Work item: Drop the pictures from the entries below, then reproduce the rest exactly.

Items from a dataset
══════════
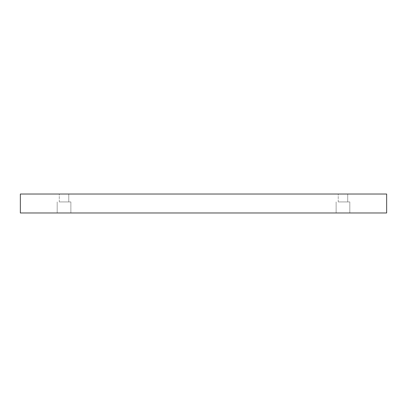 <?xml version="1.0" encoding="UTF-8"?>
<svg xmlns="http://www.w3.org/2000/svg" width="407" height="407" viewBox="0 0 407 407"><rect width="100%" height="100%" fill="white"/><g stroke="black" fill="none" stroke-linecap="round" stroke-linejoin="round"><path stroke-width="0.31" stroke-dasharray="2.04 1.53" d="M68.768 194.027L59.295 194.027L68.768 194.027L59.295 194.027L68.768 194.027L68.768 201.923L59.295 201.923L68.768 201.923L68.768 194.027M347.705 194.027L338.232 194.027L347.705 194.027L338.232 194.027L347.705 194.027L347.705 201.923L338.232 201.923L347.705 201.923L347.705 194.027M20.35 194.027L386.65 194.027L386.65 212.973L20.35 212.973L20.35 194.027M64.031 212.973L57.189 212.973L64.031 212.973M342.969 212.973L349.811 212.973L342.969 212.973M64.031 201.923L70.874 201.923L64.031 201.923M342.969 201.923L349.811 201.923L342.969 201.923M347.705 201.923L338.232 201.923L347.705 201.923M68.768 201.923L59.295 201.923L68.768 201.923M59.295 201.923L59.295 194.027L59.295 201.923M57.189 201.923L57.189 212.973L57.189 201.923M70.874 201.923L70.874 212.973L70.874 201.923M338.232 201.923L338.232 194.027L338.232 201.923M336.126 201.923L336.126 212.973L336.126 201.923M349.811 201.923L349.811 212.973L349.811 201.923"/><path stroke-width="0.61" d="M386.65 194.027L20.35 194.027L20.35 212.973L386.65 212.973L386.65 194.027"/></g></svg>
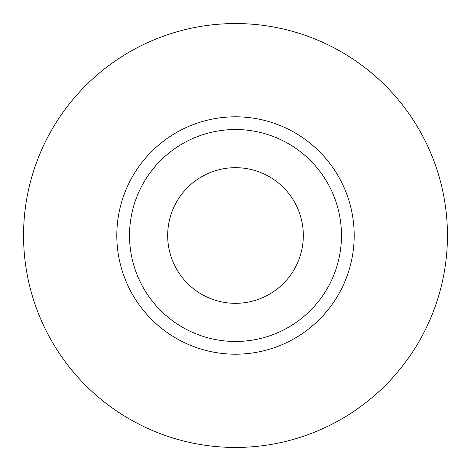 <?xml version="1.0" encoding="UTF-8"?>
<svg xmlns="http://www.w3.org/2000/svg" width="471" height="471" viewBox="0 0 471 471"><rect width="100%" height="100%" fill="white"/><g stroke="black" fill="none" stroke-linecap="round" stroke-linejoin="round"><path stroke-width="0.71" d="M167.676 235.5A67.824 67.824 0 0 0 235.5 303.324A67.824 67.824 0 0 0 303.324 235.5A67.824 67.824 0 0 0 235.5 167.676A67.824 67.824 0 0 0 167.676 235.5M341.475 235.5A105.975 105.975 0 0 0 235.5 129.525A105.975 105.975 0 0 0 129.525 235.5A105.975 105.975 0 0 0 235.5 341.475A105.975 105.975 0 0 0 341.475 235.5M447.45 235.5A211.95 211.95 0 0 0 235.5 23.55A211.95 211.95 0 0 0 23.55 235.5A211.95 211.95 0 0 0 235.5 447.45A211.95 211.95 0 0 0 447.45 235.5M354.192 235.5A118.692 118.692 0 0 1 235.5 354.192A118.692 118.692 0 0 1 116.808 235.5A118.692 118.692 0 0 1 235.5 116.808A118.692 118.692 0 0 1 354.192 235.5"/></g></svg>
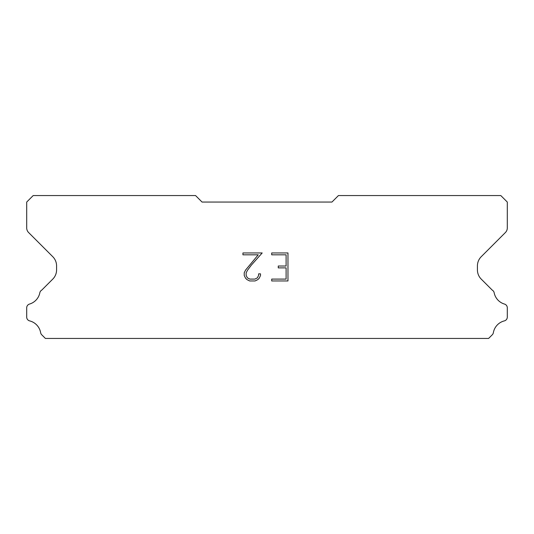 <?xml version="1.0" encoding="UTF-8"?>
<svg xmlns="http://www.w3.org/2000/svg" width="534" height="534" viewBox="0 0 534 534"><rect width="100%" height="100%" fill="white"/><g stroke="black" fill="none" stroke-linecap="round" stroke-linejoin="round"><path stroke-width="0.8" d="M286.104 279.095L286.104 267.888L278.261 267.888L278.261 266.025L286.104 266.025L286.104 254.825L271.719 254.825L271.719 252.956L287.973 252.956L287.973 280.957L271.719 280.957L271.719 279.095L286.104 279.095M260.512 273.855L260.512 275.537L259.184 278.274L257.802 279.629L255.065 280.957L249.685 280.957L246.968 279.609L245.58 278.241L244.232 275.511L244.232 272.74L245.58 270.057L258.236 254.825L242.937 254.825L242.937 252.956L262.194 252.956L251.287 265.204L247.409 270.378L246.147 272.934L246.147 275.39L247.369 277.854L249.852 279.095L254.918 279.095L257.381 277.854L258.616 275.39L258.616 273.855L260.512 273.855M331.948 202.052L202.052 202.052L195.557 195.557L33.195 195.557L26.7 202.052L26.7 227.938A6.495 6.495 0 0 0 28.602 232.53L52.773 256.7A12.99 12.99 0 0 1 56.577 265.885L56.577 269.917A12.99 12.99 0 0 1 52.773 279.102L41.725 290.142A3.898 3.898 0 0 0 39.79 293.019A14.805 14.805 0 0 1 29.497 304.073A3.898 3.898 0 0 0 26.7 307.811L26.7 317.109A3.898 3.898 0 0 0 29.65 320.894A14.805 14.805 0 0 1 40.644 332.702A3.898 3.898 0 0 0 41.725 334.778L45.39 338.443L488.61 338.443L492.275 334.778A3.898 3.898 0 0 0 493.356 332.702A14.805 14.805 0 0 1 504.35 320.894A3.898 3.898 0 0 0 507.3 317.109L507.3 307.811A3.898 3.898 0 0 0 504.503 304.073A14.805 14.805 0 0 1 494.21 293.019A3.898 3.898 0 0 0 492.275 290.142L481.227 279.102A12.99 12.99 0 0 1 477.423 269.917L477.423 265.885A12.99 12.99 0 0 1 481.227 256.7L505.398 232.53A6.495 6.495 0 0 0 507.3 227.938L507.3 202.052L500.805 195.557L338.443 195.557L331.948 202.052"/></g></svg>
══════════
Answer box:
 <?xml version="1.0" encoding="UTF-8"?>
<svg xmlns="http://www.w3.org/2000/svg" width="407" height="407" viewBox="0 0 407 407"><rect width="100%" height="100%" fill="white"/><g stroke="black" fill="none" stroke-linecap="round" stroke-linejoin="round"><path stroke-width="0.31" stroke-dasharray="2.04 1.53" d="M68.768 194.027L59.295 194.027L68.768 194.027L59.295 194.027L68.768 194.027L68.768 201.923L59.295 201.923L68.768 201.923L68.768 194.027M347.705 194.027L338.232 194.027L347.705 194.027L338.232 194.027L347.705 194.027L347.705 201.923L338.232 201.923L347.705 201.923L347.705 194.027M20.35 194.027L386.65 194.027L386.65 212.973L20.35 212.973L20.35 194.027M64.031 212.973L57.189 212.973L64.031 212.973M342.969 212.973L349.811 212.973L342.969 212.973M64.031 201.923L70.874 201.923L64.031 201.923M342.969 201.923L349.811 201.923L342.969 201.923M347.705 201.923L338.232 201.923L347.705 201.923M68.768 201.923L59.295 201.923L68.768 201.923M59.295 201.923L59.295 194.027L59.295 201.923M57.189 201.923L57.189 212.973L57.189 201.923M70.874 201.923L70.874 212.973L70.874 201.923M338.232 201.923L338.232 194.027L338.232 201.923M336.126 201.923L336.126 212.973L336.126 201.923M349.811 201.923L349.811 212.973L349.811 201.923"/><path stroke-width="0.61" d="M386.65 194.027L20.35 194.027L20.35 212.973L386.65 212.973L386.65 194.027"/></g></svg>
 <?xml version="1.0" encoding="UTF-8"?>
<svg xmlns="http://www.w3.org/2000/svg" width="471" height="471" viewBox="0 0 471 471"><rect width="100%" height="100%" fill="white"/><g stroke="black" fill="none" stroke-linecap="round" stroke-linejoin="round"><path stroke-width="0.71" d="M167.676 235.5A67.824 67.824 0 0 0 235.5 303.324A67.824 67.824 0 0 0 303.324 235.5A67.824 67.824 0 0 0 235.5 167.676A67.824 67.824 0 0 0 167.676 235.5M341.475 235.5A105.975 105.975 0 0 0 235.5 129.525A105.975 105.975 0 0 0 129.525 235.5A105.975 105.975 0 0 0 235.5 341.475A105.975 105.975 0 0 0 341.475 235.5M447.45 235.5A211.95 211.95 0 0 0 235.5 23.55A211.95 211.95 0 0 0 23.55 235.5A211.95 211.95 0 0 0 235.5 447.45A211.95 211.95 0 0 0 447.45 235.5M354.192 235.5A118.692 118.692 0 0 1 235.5 354.192A118.692 118.692 0 0 1 116.808 235.5A118.692 118.692 0 0 1 235.5 116.808A118.692 118.692 0 0 1 354.192 235.5"/></g></svg>
 <?xml version="1.0" encoding="UTF-8"?>
<svg xmlns="http://www.w3.org/2000/svg" width="534" height="534" viewBox="0 0 534 534"><rect width="100%" height="100%" fill="white"/><g stroke="black" fill="none" stroke-linecap="round" stroke-linejoin="round"><path stroke-width="0.8" d="M286.104 279.095L286.104 267.888L278.261 267.888L278.261 266.025L286.104 266.025L286.104 254.825L271.719 254.825L271.719 252.956L287.973 252.956L287.973 280.957L271.719 280.957L271.719 279.095L286.104 279.095M260.512 273.855L260.512 275.537L259.184 278.274L257.802 279.629L255.065 280.957L249.685 280.957L246.968 279.609L245.58 278.241L244.232 275.511L244.232 272.74L245.58 270.057L258.236 254.825L242.937 254.825L242.937 252.956L262.194 252.956L251.287 265.204L247.409 270.378L246.147 272.934L246.147 275.39L247.369 277.854L249.852 279.095L254.918 279.095L257.381 277.854L258.616 275.39L258.616 273.855L260.512 273.855M331.948 202.052L202.052 202.052L195.557 195.557L33.195 195.557L26.7 202.052L26.7 227.938A6.495 6.495 0 0 0 28.602 232.53L52.773 256.7A12.99 12.99 0 0 1 56.577 265.885L56.577 269.917A12.99 12.99 0 0 1 52.773 279.102L41.725 290.142A3.898 3.898 0 0 0 39.79 293.019A14.805 14.805 0 0 1 29.497 304.073A3.898 3.898 0 0 0 26.7 307.811L26.7 317.109A3.898 3.898 0 0 0 29.65 320.894A14.805 14.805 0 0 1 40.644 332.702A3.898 3.898 0 0 0 41.725 334.778L45.39 338.443L488.61 338.443L492.275 334.778A3.898 3.898 0 0 0 493.356 332.702A14.805 14.805 0 0 1 504.35 320.894A3.898 3.898 0 0 0 507.3 317.109L507.3 307.811A3.898 3.898 0 0 0 504.503 304.073A14.805 14.805 0 0 1 494.21 293.019A3.898 3.898 0 0 0 492.275 290.142L481.227 279.102A12.99 12.99 0 0 1 477.423 269.917L477.423 265.885A12.99 12.99 0 0 1 481.227 256.7L505.398 232.53A6.495 6.495 0 0 0 507.3 227.938L507.3 202.052L500.805 195.557L338.443 195.557L331.948 202.052"/></g></svg>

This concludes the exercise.